One of the most interesting variations of the problem of the 3-Dimensional Bin Packing problem (3BPP) is the determination of the minimum number of three-dimensional rectangular bins that are required for orthogonally allocating a given set of three-dimensional rectangular items without overlap and minimizing the occupied space: the 3BPP--min problem. This is, of course, yet another NP-Hard multi-criteria combinatorial optimization. One of the most obvious applications for this problem is the one that occurs daily in warehouses management systems, either by using manual or automatic packing.

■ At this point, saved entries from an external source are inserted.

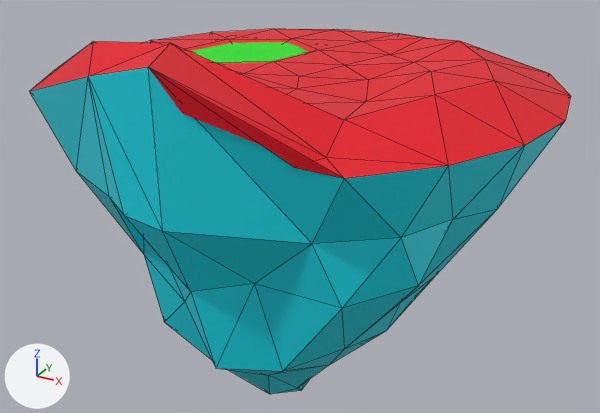
What one commit did to the Blender file Assets/Art/Models/Première_ile_volante.blend.
One viewpoint serves both versions: a 50 mm lens placed at (112.3, -203.5, 62.7), pointed at (-1.3, 3.0, -40.5). Every picture has the same lights, and +X, +Y and +Z are marked at lower left. Mesh edges are drawn as thin lines.

Objects in the first picture: 'Icosphère.001', 'Water'.
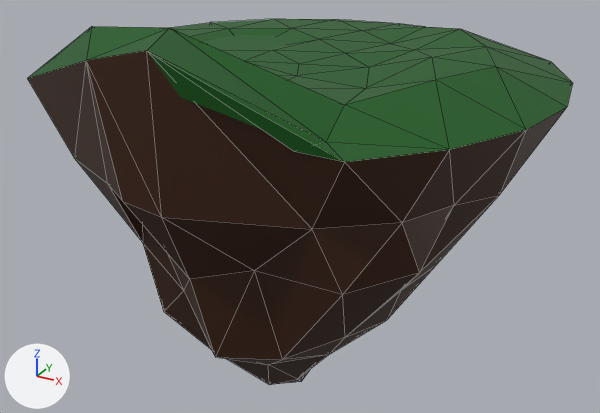
Boxes (x1, y1, x2, y2) around the edits, measured in the pictures (600 x 413 px):
```json
{"object": "Icosphère.001", "change": "recoloured, moved", "before": [29, 29, 571, 394], "after": [27, 19, 573, 385], "on screen": "cyan to brown"}
{"object": "Water", "change": "unchanged, covered by the edit", "before": [190, 42, 307, 63]}
```

Edits to the scene script, one JSON object a line:
```json
{"op": "set", "path": "mat_matériau.base_color", "old": "(0.00302, 0.687, 0.8)", "new": "(0.0402, 0.00999, 0.0)", "note": "cyan #0ad8e7 -> brown #381900"}
{"op": "set", "path": "mat_matériau_001.base_color", "old": "(0.801, 0.0, 0.0123)", "new": "(0.0, 0.0951, 0.00278)", "note": "red #e7001d -> dark green #005709"}
{"op": "set", "path": "ob_icosphère_001.location", "old": "(0.0, 0.0, 0.0)", "new": "(0.0, 0.0, 3.6)"}
```

We present a new approach for the 3BPP--min problem where 90 degrees rotations are allowed in order to allow for a more compact packing. Most of the known heuristic solutions for this type of packing are based on the well-known works of Martello, Pisinger and Vigo. Boschetti has recently introduced new lower bounds specifically tailored for packing using the possibility of rotations of items that we used for designing the new heuristic algorithm. This algorithm uses both this new lower bounds and the theory of non-dominated solutions for deciding on the best packing for a 3BPP--min instance. Computational results show the effectiveness of the new approximation algorithm That shows to be faster and achieve lower occupation of space, thus, better compaction.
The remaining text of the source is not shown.